Objective.—To review current and emerging approaches to detection and monitoring of biothreats enabled by laboratory methods of diagnosis and to identify trends in the biosurveillance research.
Data Sources.—PubMed (1995 to December 2007) was searched with the combined search terms “surveillance” and “infectious diseases.” Additional articles were identified by hand searching the bibliographies of selected papers. Additional search terms were “public health,” “disease monitoring,” “cluster,” “outbreak,” “laboratory notification,” “molecular,” “detection,” “evaluation,” “genomics,” “communicable diseases,” “geographic information systems,” “bioterrorism,” “genotyping,” and “informatics.” Publication language was restricted to English.
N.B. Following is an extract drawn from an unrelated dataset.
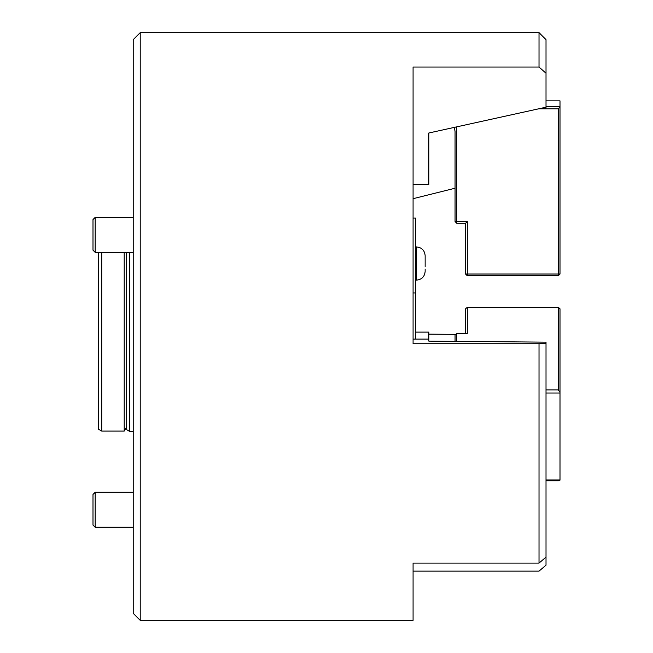 <?xml version="1.0" encoding="UTF-8"?>
<svg xmlns="http://www.w3.org/2000/svg" width="653" height="653" viewBox="0 0 653 653"><rect width="100%" height="100%" fill="white"/><g stroke="black" fill="none" stroke-linecap="round" stroke-linejoin="round"><path stroke-width="0.98" d="M140.224 32.65L133.22 39.645L133.22 613.355L140.224 620.35L140.224 32.65L539.019 32.65L539.019 67.047L546.014 73.226L546.014 39.645L539.019 32.65M539.019 67.047L413.08 67.047L413.08 343.747L539.019 343.747L539.019 563.098L546.014 557.148L546.014 342.156L428.825 341.135L428.825 332.116L415.528 332.116M413.08 184.415L428.825 184.415L428.825 133L428.825 171.894M140.224 620.35L413.08 620.35L413.08 563.098L413.08 571.13L539.019 571.13L546.014 565.196L546.014 557.148M455.827 334.385L428.825 334.148M413.08 339.103L428.825 339.103M428.825 133L546.014 107.198L546.014 73.226M413.08 563.098L539.019 563.098M546.014 343.502L539.019 343.747M455.059 141.097L455.059 160.336M413.08 198.692L455.059 188.227L455.059 131.604L454.398 127.368M546.014 107.198L546.014 107.916L542.757 107.916M456.806 126.837L456.806 221.555L455.059 221.555L455.059 131.604M126.225 252.352L126.225 429.429L129.727 431.445L129.727 252.352M126.225 427.601L124.209 431.094L124.209 252.352M101.737 252.352L101.737 431.094L98.244 429.078L98.244 252.352M455.059 179.575L455.059 177.828M546.014 100.864L560.005 100.864L560.005 274.023L558.258 275.778L467.303 275.778L465.556 274.023L465.556 223.302L456.806 223.302L455.059 221.555M456.806 223.302L456.806 221.555L467.303 221.555L467.303 274.023L558.258 274.023L558.258 108.798L538.741 108.798M546.014 106.521L560.005 106.521M467.303 221.555L465.556 223.302M467.303 275.778L467.303 274.023L465.556 274.023M560.005 274.023L558.258 274.023L558.258 275.778M558.258 108.798L560.005 107.051M415.528 339.103L415.528 218.053L413.08 218.053M413.08 292.944L415.528 292.944M425.152 266.538L425.152 255.658L425.152 266.538M95.183 252.352L92.995 250.172L92.995 219.563L95.183 217.376L95.183 252.352L133.22 252.352M546.014 389.906L558.258 389.906L558.258 307.294L560.005 308.812L560.005 480.151L558.258 480.796L546.014 480.796M560.005 393.024L546.014 393.024M558.258 307.294L467.303 307.294L467.303 333.528L456.806 333.528L456.806 341.38M455.059 341.364L455.059 335.046L456.806 333.528M546.014 479.955L560.005 479.955M465.556 333.528L465.556 308.812L467.303 307.294M558.258 389.906L560.005 392.298M425.152 271.338L425.152 269.134M95.183 527.265L92.995 525.077L92.995 494.468L95.183 492.28L95.183 527.265L133.22 527.265M415.528 280.145L416.402 280.145L416.402 246.916C421.716 247.43 424.63 250.352 425.152 255.658C424.63 250.352 421.716 247.43 416.402 246.916L415.528 246.916M133.22 431.445L129.727 431.445M124.209 431.094L101.737 431.094M416.402 280.145C421.716 279.631 424.63 276.717 425.152 271.403C424.63 276.717 421.716 279.631 416.402 280.145M95.183 217.376L133.22 217.376L95.183 217.376L92.995 219.563M95.183 492.28L133.22 492.28"/></g></svg>

The bibliographies of key references were later hand searched to identify articles missing in the database search. Three approaches to infectious disease surveillance that involve clinical laboratories are contrasted: (1) laboratory-initiated infectious disease notifications, (2) syndromic surveillance based on health indicators, and (3) genotyping based surveillance of biothreats. Advances in molecular diagnostics enable rapid genotyping of biothreats and investigations of genes that were not previously identifiable by traditional methods. There is a need for coordination between syndromic and laboratory-based surveillance. Insufficient and delayed decision support and inadequate integration of surveillance signals into action plans remain the 2 main barriers to efficient public health monitoring and response. Decision support for public health users of biosurveillance alerts is often lacking.
Conclusions.—The merger of the 3 scientific fields of surveillance, genomics, and informatics offers an opportunity for the development of effective and rapid biosurveillance methods and tools.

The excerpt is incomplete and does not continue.